BORNEONEWS, Sampit - AL alias A alias An (38), waria terdakwa kasus pencurian di Pondok Pesantren Darul Ma'rifah akhirnya dvonis 15 tahun penjara.

Majelis hakim Pengadilan Negeri Sampit yang diketuai oleh Muslim Setiawan hanya mengurangi 3 bulan dari tuntutan sebelumnya 18 bulan penjara.

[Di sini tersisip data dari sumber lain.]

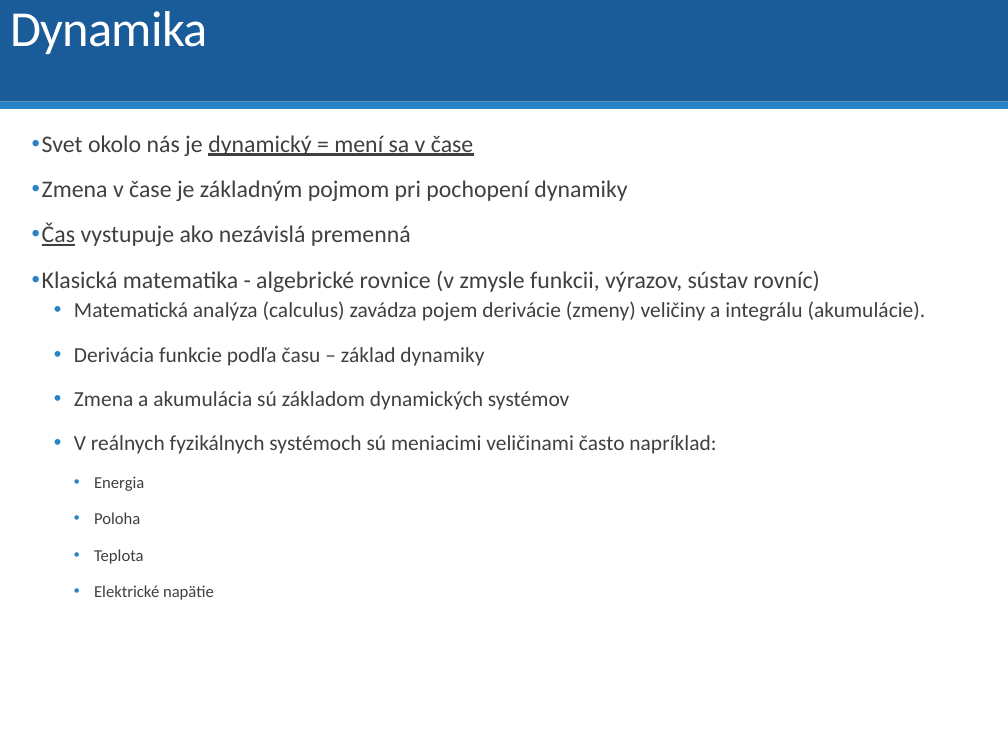
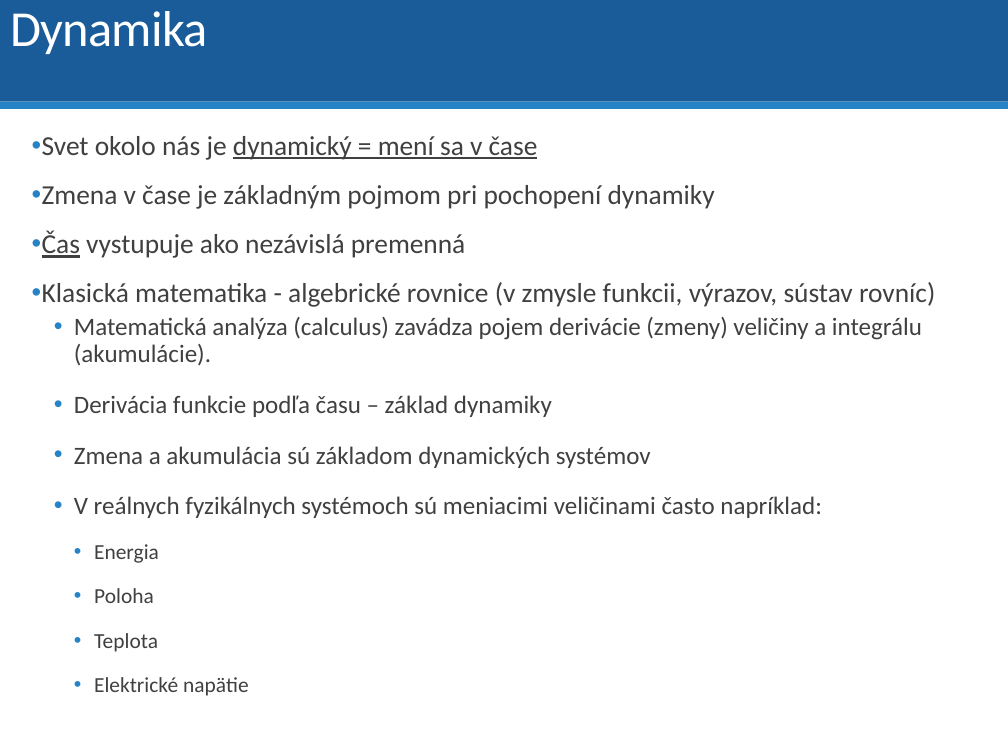
Before and after one commit to dodekm/TeamProjektKybernetika, a slide deck: slide 4 of Nove prednasky/P01_dynamika_dif_rovnice_LPT_prenosova_funkcia_modelovanie.pptx. Drawn at 1008x756 pixels with LibreOffice and Linux fonts; fonts in the diff are those of the drawing. Boxes give left, top, right and bottom in pixels: in the first picture for what was removed or moved away, otherwise in the second. Text is boxed around its words. In the diff, an @@ line names an element or a change of style, - is before the commit and + after.

```diff
--- a/Nove prednasky/P01_dynamika_dif_rovnice_LPT_prenosova_funkcia_modelovanie.pptx
+++ b/Nove prednasky/P01_dynamika_dif_rovnice_LPT_prenosova_funkcia_modelovanie.pptx
@@ text "Svet okolo nás je dynamický ..." at bbox=[42, 136, 935, 696]: size 17 to 19.6 pt in "Svet okolo nás je dynamický = mení ...", "Zmena v čase je základným pojmom pri ...", "Čas vystupuje ako nezávislá premenná", "Klasická matematika - algebrické rovnice (v zmysle ..."; size 15.3 to 17.9 pt in "Matematická analýza (calculus) zavádza pojem derivácie (zmen ...", "Derivácia funkcie podľa času – základ dynamiky", "Zmena a akumulácia sú základom dynamických systémov", "V reálnych fyzikálnych systémoch sú meniacimi veličinami ..."; size 11.9 to 15.3 pt in "Energia", "Poloha", "Teplota", "Elektrické napätie" @@
```
Also in this commit, not shown: 9 slides added, 1 slide removed.

"Saya terima yang mulia," kata An, usai mendengarkan hakim membacakan amar putusannya, Selasa, 1 Oktober 2019.

Terdakwa terbukti bersalah atas perbuatan yang dilakukan pada Senin, 3 Juni 2019 sekitar pukul 09.30 WIB Jalan Tjilik Riwut Km 2 di Pondok Pesantren Darul Ma'rifah, Kelurahan Baamang Tengah, Kecamatan Baamang, Kabupaten Kotim.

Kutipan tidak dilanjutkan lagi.